Today more work is being done but in my experience there are still issues in keeping it all together. Domain experts create terminology in Word documents and architects draw UML class diagrams. They all talk about the domain but each type of artifact does not describe the domain sufficiently. In a different room developers merge domain concepts with coding practices to form software that may express fragments of a domain.
Little work is done to define vocabularies in a way that worked both for software developers and for domain experts. Typically you would find a Word document with a flat terminology that was ignored by the software developers, or, you could find class diagrams in UML or software documentation that was impossible for domain experts to understand. And when you look at the code or interfaces of the system there are no references to the correct item in a vocabulary.
How can we make them work together?
Requirements and challenges
I like to think of semantic interoperability as a state where the same cognitive processes kicks in for two persons studying a specific artefact from the doma__in they are working in.
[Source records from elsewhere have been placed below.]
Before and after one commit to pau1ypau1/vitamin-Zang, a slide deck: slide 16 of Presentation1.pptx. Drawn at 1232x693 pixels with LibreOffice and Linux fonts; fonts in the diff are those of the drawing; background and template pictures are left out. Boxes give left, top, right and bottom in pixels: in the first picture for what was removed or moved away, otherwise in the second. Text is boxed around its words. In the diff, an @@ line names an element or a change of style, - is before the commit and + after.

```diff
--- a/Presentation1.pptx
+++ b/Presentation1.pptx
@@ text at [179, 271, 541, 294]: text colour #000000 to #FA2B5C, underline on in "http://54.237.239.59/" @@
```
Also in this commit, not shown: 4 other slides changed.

In order to work with this in a structured way we need to simplify it. One way to look at interoperability can be found in the draft of the European Interoperability Framework version 2. It introduces four interoperability levels. If we remove the European cross border services context they can be described in more general terms:
- Technical interoperability: issues involved in linking computer systems and services together (e.g. transport and serialization of data).
- Semantic interoperability: the meaning of information specified in a way understood by all parties (e.g. definitions, relations and structure of terms used to describe data).
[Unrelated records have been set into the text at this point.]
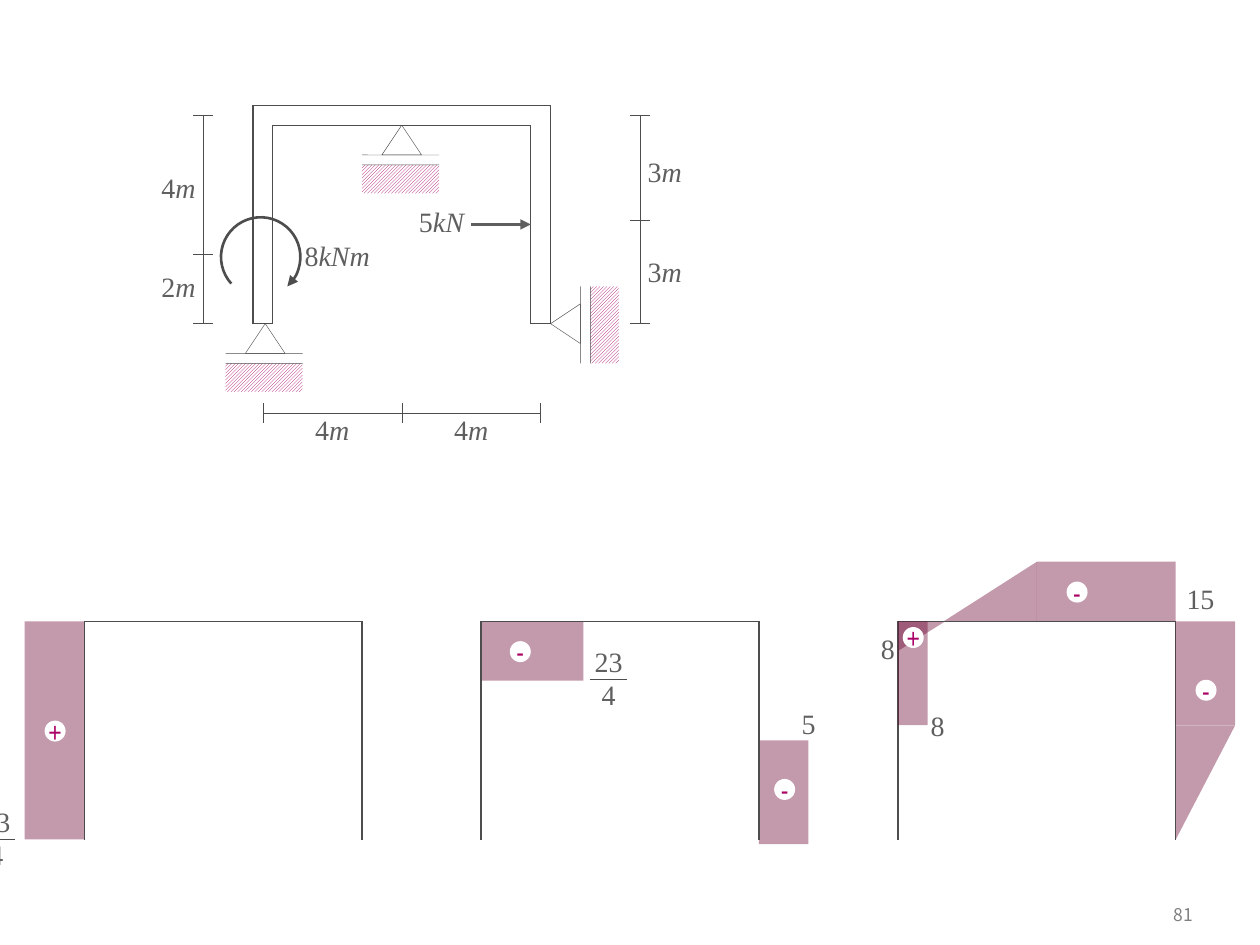
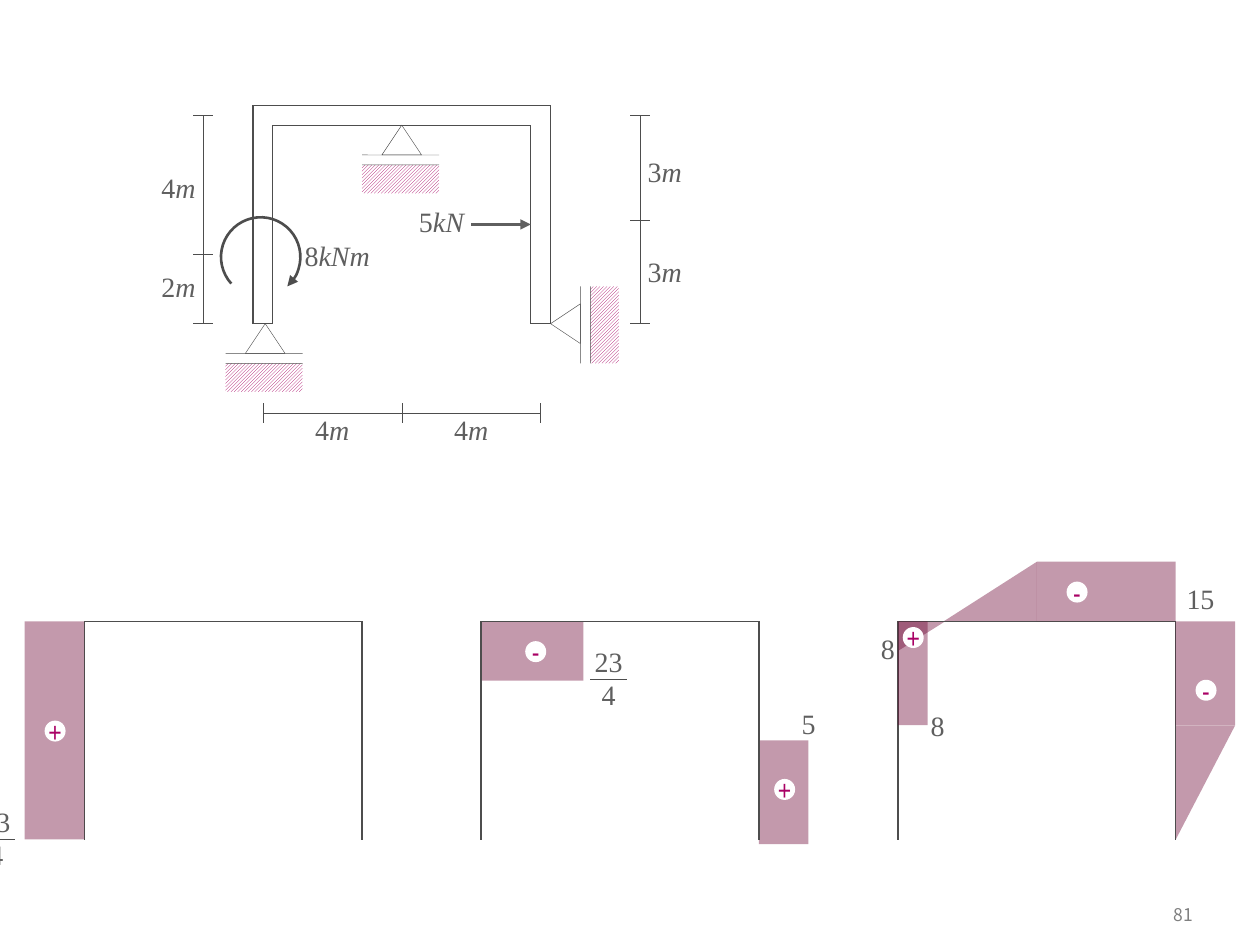
Before and after one commit to ironbell87/structural_mechanics_II, a slide deck: slide 81 of figures.pptx. Drawn at 1260x945 pixels with LibreOffice and Linux fonts; fonts in the diff are those of the drawing. Boxes give left, top, right and bottom in pixels: in the first picture for what was removed or moved away, otherwise in the second. Text is boxed around its words. In the diff, an @@ line names an element or a change of style, - is before the commit and + after.

```diff
--- a/figures.pptx
+++ b/figures.pptx
@@ ellipse "-" moved from (x1=510, y1=641, x2=532, y2=663) to (x1=525, y1=641, x2=547, y2=663) @@
@@ text in ellipse at (x1=774, y1=779, x2=795, y2=800): text changed @@
--
++
```
Also in this commit, not shown: 13 other slides changed, 18 other files.

- Organizational interoperability: coordination of processes in the context where data is used/transformed. (e.g. shared definitions of the roles, responsibilities and interactions of/between participants).
- Legal interoperability: shared interpretation and understanding of laws regulating information exchange and cooperation (e.g. can we transfer information about people? What about privacy?).
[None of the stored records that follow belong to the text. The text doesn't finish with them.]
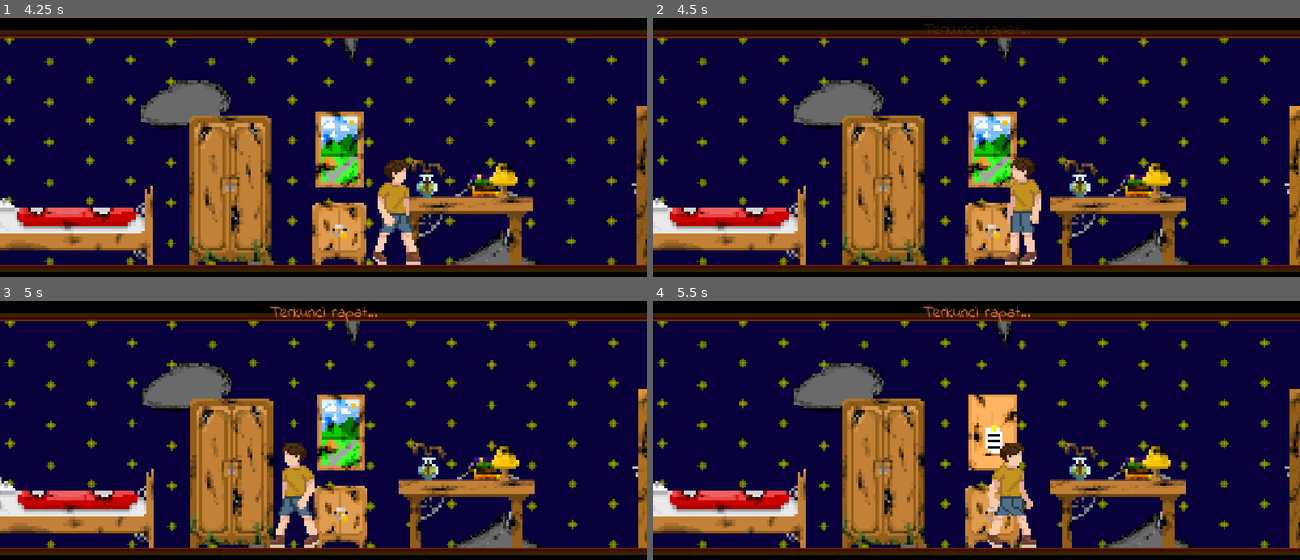
Above: before the commit, frames 1-4 (two rows, left to right).
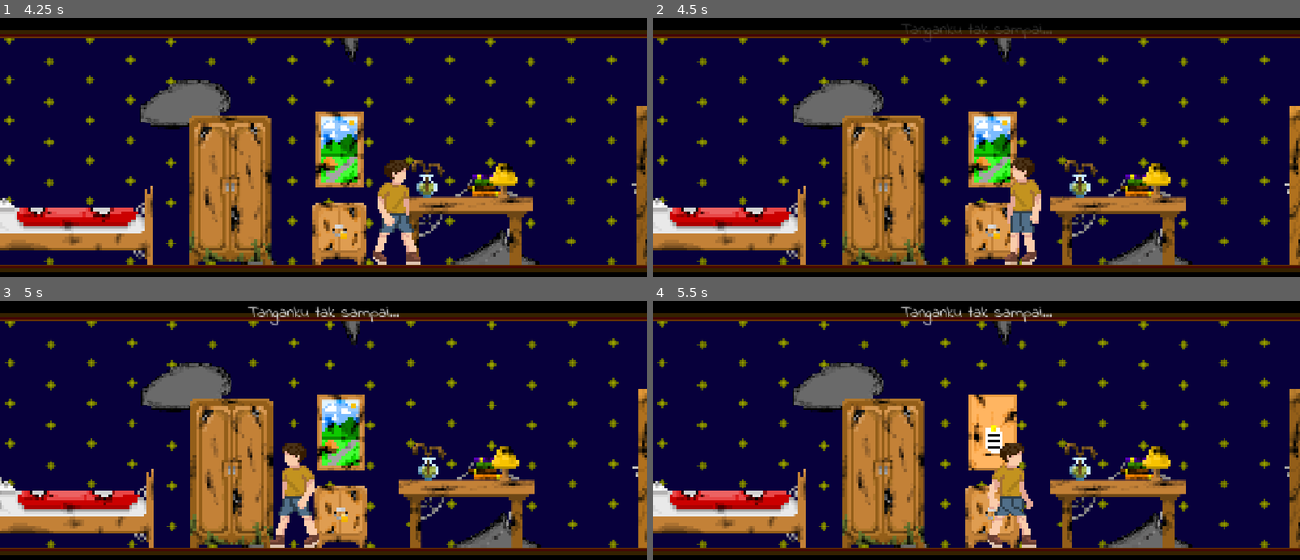
Above: after the commit, the same moments.

Repository: pandegedeanta/gimjam
Game: Godot game, scene res://scenes/area/bedroom.tscn
The game is run twice, just before and just after one commit, with the same random seed, the same clock (stepped at 60 frames per second) and the same inputs.
Inputs (mouse positions are in pixels of both pictures, inside the frame that each line leads up to):
- Up to frame 1 (4.25 s): move the mouse to (368, 150) at 0.52 s; hold Right (ui_right) 0.53-2.03 s; click (368, 150) at 0.67 s; move the mouse to (368, 232) at 1.27 s; click (368, 232) at 1.42 s; move the mouse to (388, 82) at 2.02 s; hold Left (ui_left) 2.03-2.78 s; click (388, 82) at 2.17 s; move the mouse to (291, 232) at 2.77 s; hold Right (ui_right) from 2.78 s (still down); click (291, 232) at 2.92 s; move the mouse to (517, 214) at 3.52 s; click (517, 214) at 3.67 s
- Up to frame 2 (4.5 s): move the mouse to (1293, 186) at 4.27 s; release Right (ui_right) at 4.28 s; hold Left (ui_left) from 4.28 s (still down); click (1293, 186) at 4.42 s
- Up to frame 3 (5 s): keep holding Left (ui_left)
- Up to frame 4 (5.5 s): move the mouse to (1008, 443) at 5.02 s; release Left (ui_left) at 5.03 s; hold Right (ui_right) from 5.03 s (still down); click (1008, 443) at 5.17 s

Frame 1 is identical in both runs. In frame 2, 0.2% of the frame differs, in the area x 38-62%, y 2-10%; in frame 3, 0.6%; in frame 4, 0.6%.

Commit message:
fix
memperbaiki bug overlay teks saat membuka pintu dan menjangkau pintu

Diff:
--- a/scripts/door.gd
+++ b/scripts/door.gd
@@ -3,18 +3,20 @@
 @export var ui_node: CanvasLayer
 @export var sprite: Sprite2D
 @export var koordinat_buka: Rect2
-# PASTIKAN PATH INI SESUAI DENGAN FOLDER KAMU (Gunakan klik kanan -> Copy Path pada file hall.tscn)
+@export var jarak_toleransi: float = 128.0 # Pastikan dideklarasi!
 @export var next_scene_path: String = "res://scenes/area/hall.tscn"
 
 var is_open: bool = false
 var transitioning: bool = false
 
 func _ready():
+	# Hubungkan signal untuk deteksi badan dan hover
 	body_entered.connect(_on_body_entered)
 	mouse_entered.connect(_on_mouse_entered)
 	mouse_exited.connect(_on_mouse_exited)
 
 func _on_mouse_entered():
+	# Warna berubah hanya jika belum terbuka
 	if not is_open:
 		sprite.modulate = Color(1.2, 1.2, 1.2)
 		Input.set_default_cursor_shape(Input.CURSOR_POINTING_HAND)
@@ -28,46 +30,69 @@
 		eksekusi_pintu()
 
 func eksekusi_pintu():
-	if "Kunci Kamar" in ui_node.inventory_items:
-		is_open = true
-		ui_node.show_message("Pintu Terbuka!", Color.AQUAMARINE)
-		sprite.region_rect = koordinat_buka
-		ui_node.remove_from_inventory("Kunci Kamar")
-	else:
-		ui_node.show_message("Terkunci rapat...", Color.CORAL)
+	# Cek apakah sudah terbuka atau sedang transisi
+	if is_open or transitioning or ui_node == null:
+		return
+
+	var player = get_tree().current_scene.find_child("Player", true, false)
+	if player:
+		var jarak = abs(player.global_position.x - global_position.x)
+
+		# 1. Validasi Jarak
+		if jarak > jarak_toleransi:
+			ui_node.show_message("Tanganku tak sampai...", Color.LIGHT_GRAY)
+			return
+
+		# 2. Validasi Kunci
+		if "Kunci Kamar" in ui_node.inventory_items:
+			is_open = true
+			ui_node.show_message("Pintu Terbuka!", Color.AQUAMARINE)
+			sprite.region_rect = koordinat_buka
+			ui_node.remove_from_inventory("Kunci Kamar")
+
+			# Matikan input pickable agar tidak bisa diklik lagi
+			input_pickable = false
+			# Reset kursor
+			Input.set_default_cursor_shape(Input.CURSOR_ARROW)
+		else:
+			ui_node.show_message("Terkunci rapat...", Color.CORAL)
 
 func _on_body_entered(body):
-	# Pemicu transisi saat menyentuh pintu yang terbuka
+	# Terpicu saat player menabrak pintu yang SUDAH terbuka
 	if is_open and body.name == "Player" and not transitioning:
 		mulai_transisi(body)
 
 func mulai_transisi(player):
 	transitioning = true
-	player.is_transitioning = true
 
-	# Matikan tabrakan tembok
+	# Matikan kontrol manual di player.gd
+	if "is_transitioning" in player:
+		player.is_transitioning = true
+
+	# Matikan tabrakan agar bisa menembus batas world (Wall_Right)
 	player.set_collision_layer_value(1, false)
 	player.set_collision_mask_value(1, false)
 
+	# Play animasi jalan
 	if player.anim:
 		player.anim.play("walk")
 
 	var fade_rect = ui_node.get_node("ScreenFade")
-	# PENTING: Pastikan ScreenFade awalnya Z-Index-nya paling depan
 	fade_rect.show()
 
 	var tween = create_tween().set_parallel(true)
+	# Seret player ke kanan melewati batas kamera
 	tween.tween_property(player, "global_position:x", player.global_position.x + 400, 2.0)
+	# Efek layar menghitam
 	tween.tween_property(fade_rect, "self_modulate:a", 1.0, 1.5).set_delay(0.5)
 
-	# Chain callback untuk eksekusi setelah tween selesai
 	tween.chain().tween_callback(func():
 		print("Mencoba pindah ke: ", next_scene_path)
 		var err = get_tree().change_scene_to_file(next_scene_path)
 		if err != OK:
 			print("GAGAL PINDAH! Error Code: ", err)
-			# Jika gagal, kembalikan layar agar tidak terjebak hitam
 			fade_rect.self_modulate.a = 0
 			transitioning = false
-			player.is_transitioning = false
+			if "is_transitioning" in player:
+				player.is_transitioning = false
 	)

There are other models that could be used to discuss levels of interoperability (e.g. LCIM - Levels of Conceptual Interoperability Model) but let’s stick with the EIF 2 model above.
If you have a scenario with only two parties everything is simple. You could just do the minimum amount of work to make sure systems talk to each other and that people share a common image of the various levels of interoperability. Enabling more parties to participate requires more work though.
If you have a scenario with many parties (where some may not yet exist) you have to create a framework describing how interoperability should work by harmonizing a set of solutions at each level of interoperability. In a dictatorship this is easy. Just evaluate a few solutions, choose one and make everyone use it. In other contexts it is more complicated.
If we consider the EIF 2 model above as a set of requirements we should also make sure that the solutions we propose:
- scale down: If the parties (organizations, departments etc) vary greatly in size (as they will if the number is sufficiently big) some may consider that the solution you propose in a framework is unnecessary complex. They are right. In order to maximize the number of parties and processes that can participate in an interoperability scenario you will have to make sure the proposed solutions scale down.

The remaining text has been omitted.